Charness and Daniela (2014)
|Charness and Daniela (2014)|
|Title:||Creativity and Financial Incentives|
|Author(s):||Charness, G., Grieco, D.|
|Citation:||Charness, G., & Grieco, D. (2014). Creativity and Financial Incentives.|
|Link(s):||Definitive , Open Access|
|Key Related Studies:|
|About the Data|
|Data Description:||There were 14 pen-and-paper sessions, with atotal of 236 participants. The subjects were undergraduate students, 57.2% female and 42.8% male.|
|Data Type:||Primary data|
|Secondary Data Sources:|
|Data Collection Methods:|
|Data Analysis Methods:|
|Cross Country Study?:||No|
|Government or policy study?:||No|
|Time Period(s) of Collection:||
Creativity is a complex and multi-dimensional phenomenon with tremendous economic importance. Yet, despite this importance, there is very little work on the topic in the economics literature. In this paper, we consider the effect of incentives on creativity. We present a first series of experiments on individual creativity where subjects face creativity tasks where, in one case, ex-ante goals and constraints are imposed on their answers, and in the other case no restrictions apply.

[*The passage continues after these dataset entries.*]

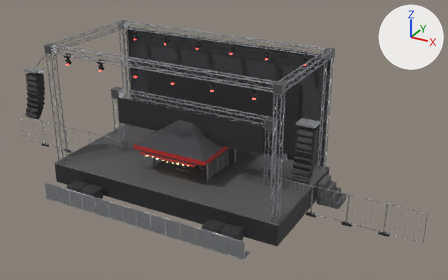
Renders of the Blender file blender/festival.blend from each side of a commit.
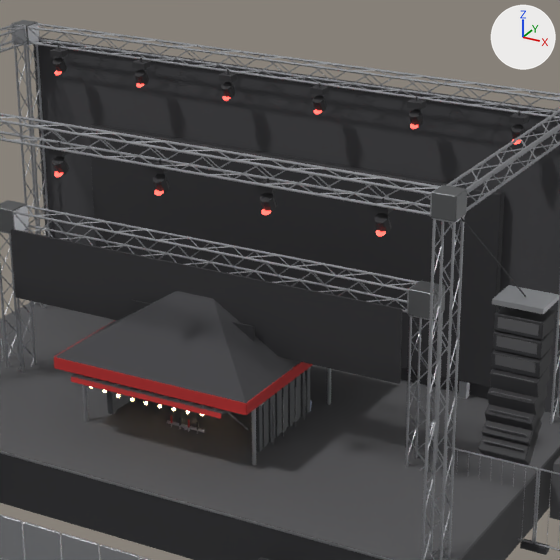
Each version appears first whole from a 50 mm lens placed at (19.37, -30.78, 19.07), pointed at (2.5, -0.1, 3.73), and next in a close-up on the part from 25% to 72% of the width and 4% to 78% of the height. Arrows for +X, +Y and +Z are at upper right; the lights stay in place. The last two pictures show the newer version.

Names of what the first close-up shows: 'booth_awning', 'booth_container', 'entrance_arch', 'entrance_fence', 'foh_base', 'foh_roof', 'stage_barrier', 'stage_deck', 'stage_ledwall', 'stage_lights', 'stage_pa', 'stage_truss' and 2 more.
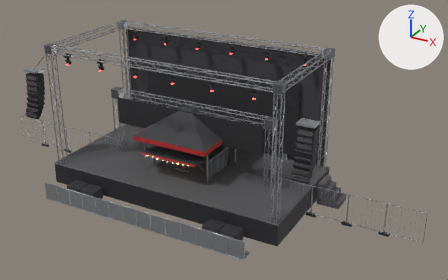
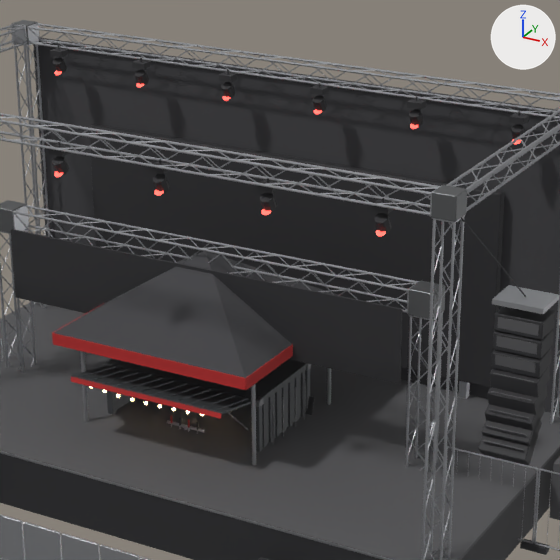
What differs and where, as boxes (x1, y1, x2, y2) in the close-ups (560 x 560 px):
'foh_roof', moved: before (54, 291, 313, 415); after (52, 251, 344, 390)
'booth_awning', unchanged, uncovered by the edit: before (71, 374, 249, 430); after (71, 365, 251, 430)

Edits to the bpy script that builds the scene:
```text
Change me_foh_roof:
    used by ob_foh_roof; location = (0.0, 0.0, 0.0)
    remove me_foh_roof.from_pydata(...)  # 40 vertices, 30 faces; spans x -2.57..2.57, y -2.57..2.57, z 3.02..4.9
    add me_foh_roof.from_pydata(...)  # 40 vertices, 30 faces; spans x -2.57..2.57, y -2.57..2.57, z 3.62..5.5
    me_foh_roof part 1: the whole mesh is moved by (0.0, 0.0, 0.6)
```

The effects of financial incentives in stimulating creativity in both types of tasks is then tested, together with the impact of personal features like risk and ambiguity aversion. Our findings show that, in general, financial incentives affect “closed” (constrained) creativity, but do not facilitate “open” (unconstrained) creativity. However, in the latter case incentives do play a role for ambiguity-averse agents, who tend to be significantly less creative and seem to need extrinsic motivation to exert effort in a task whose odds of success they don’t know. The second set of experiments aims at exploring group creativity in contexts where the “corporate culture” is either cooperative or individualistic. Our results show that, in the case of closed tasks, financial incentives and collectivist attitudes foster creativity, but only with cooperative corporate culture.
Main Results of the Study
- Financial incentives only increased creative output when; individuals where motivated by financial incentive to do closed creative tasks (tasks with a known goal or end) and in a group setting where the group had a common goal (this treatment group mimicked the collective corporate culture).- In other circumstances like in open creativity tasks (no knows creative target/goal) and when no team incentive were produced for groups the monetary incentives did not increase creative output.- Also found that men where more likely to take risks than women and wagered more money under know risk (coinflip), however under ambiguous risk (the exact probabilities of were unknown to the test subjects) men and women bet similar amounts to what the women bet under known risk which would suggest men are more averse to ambiguous risk than women.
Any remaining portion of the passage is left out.